Scottish Power Renewables switch on £1.6bn Irish Sea windfarm eight weeks ahead of schedule


rUK Energy Minister Ed Davey announces opening of Irish Sea windfarm
rUK Energy Minister Ed Davey announces opening of Irish Sea windfarm

Scottish Power Renewables has confirmed that it has achieved full power output – more than two months ahead of schedule – at the West of Duddon Sands Offshore Windfarm, a £1.6 billion renewable energy project which it has developed with Denmark’s DONG Energy in the Irish Sea.

The 389 megawatt (MW) windfarm was officially opened by rUK Energy Secretary Ed Davey, accompanied by Ignacio Galan, Chairman of Scottish Power and Iberdrola, and by Samuel Leupold, DONG Energy Executive Vice-President Wind Power.

Located about 15 miles off the Cumbria coast, engineers installed and commissioned the 108 turbines and foundations in record time, using advanced construction techniques.

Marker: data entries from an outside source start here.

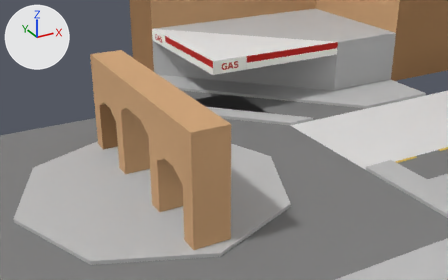
Renders of the glTF model assets/models/chunks/arch.glb from each side of a commit.
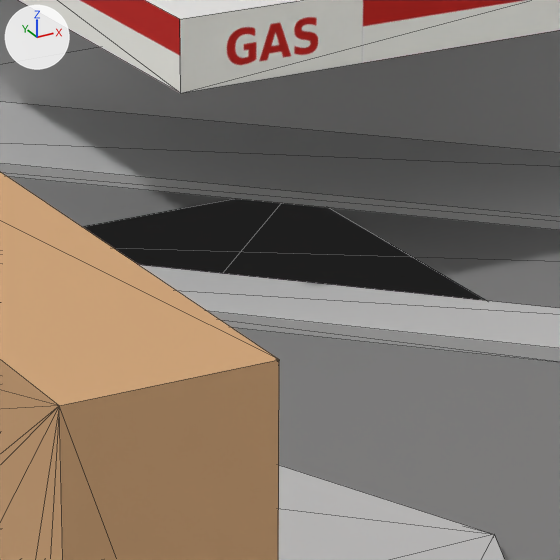
There are two pictures of each version: one from a camera (50 mm lens) standing at (-11.63, -29.29, 16.65) and looking at (8.19, 6.75, -1.37), one close up on the part from 40% to 63% of the width and 21% to 57% of the height. Arrows for +X, +Y and +Z are at upper left; the lights stay in place. The last two pictures show the newer version. The close-ups show mesh edges as thin lines. Where no turn or scale is listed for an object, it has been applied to the vertices.

In view in the first close-up: 'Arch', 'Gas', 'Gas Banner', 'Island', 'Roundabout'.
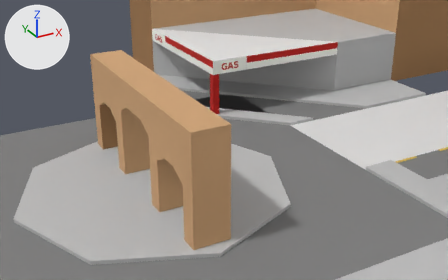
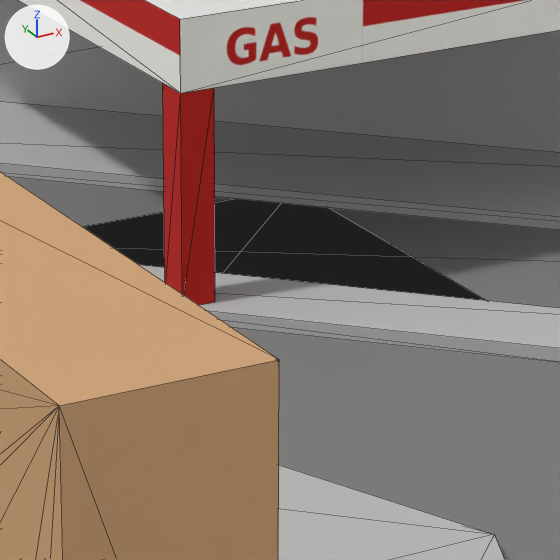
The change, as JSON lines over the scene's bpy script:
```json
{"op": "add", "block": "mat_red", "code": ["mat_red = principled_material('Red')", "mat_red.base_color = (0.584, 0.0137, 0.00913)  # red #c91f18", "mat_red.roughness = 1.0"]}
{"op": "add", "block": "me_plane_011", "code": ["me_plane_011 = bpy.data.meshes.new('Plane.011')", "me_plane_011.from_pydata([(-0.5, -0.5, 0.0), (0.0, -0.5, 0.0), (-0.5, 0.0, 0.0), (0.0, 0.0, 0.0), (-0.5, 0.0, 3.0), (-0.5, -0.5, 3.0), (0.0, -0.5, 3.0), (0.0, 0.0, 3.0)], [], [(3, 2, 4), (3, 4, 7), (0, 1, 6), (0, 6, 5), (1, 3, 7), (1, 7, 6), (2, 0, 5), (2, 5, 4)])", "me_plane_011.materials.append(mat_red)  # red #c91f18"]}
{"op": "add", "block": "ob_gas_column", "code": ["ob_gas_column = bpy.data.objects.new('Gas Column', me_plane_011)", "ob_gas_column.location = (8.5, 8.5, 0.2)"]}
```

Boxes [x1, y1, x2, y2] around the edits, measured in the close-ups (560 x 560 px):
```json
{"object": "Gas Column", "change": "added", "after": [163, 84, 215, 305], "on screen": "red"}
```

More than 1,000 people have been employed on the project, which has also seen more than 200 km of undersea cables installed. The total area covered by the windfarm is 67km², and each individual Siemens turbine has a capacity of 3.6MW. Now fully operational, the windfarm will generate enough electricity to meet the annual electricity demands of approximately 280,000 homes.

One of the biggest benefits to the project has been the new £50m offshore wind terminal at Belfast Harbour.  The terminal is the first purpose-built offshore wind installation and pre-assembly harbour in the UK and Ireland and supports up to 300 jobs, ranging from welders to electricians and engineers. The size and scale of the harbour has allowed for continual delivery of turbine components, and round-the-clock operations.

The project also benefitted from using two of the world’s largest and most advanced installation vessels, which allowed work to continue offshore during one of the worst winters for storm force winds in recent history. Working in tandem, the Pacific Orca and the Sea Installer vessels were used to install all of the foundations and the turbine components.

The Pacific Orca is the world’s largest windfarm installation vessel with a length of 161 metres, a breadth of 49 metres and a depth of 10.4 metres.

Samuel Leupold, for DONG Energy said:

The UK is an important market for our company and we have committed investments totalling more than £5 billion here over the last decade. We expect to invest a similar sum again by 2020, with another offshore wind farm under construction, and four more in planning or development.”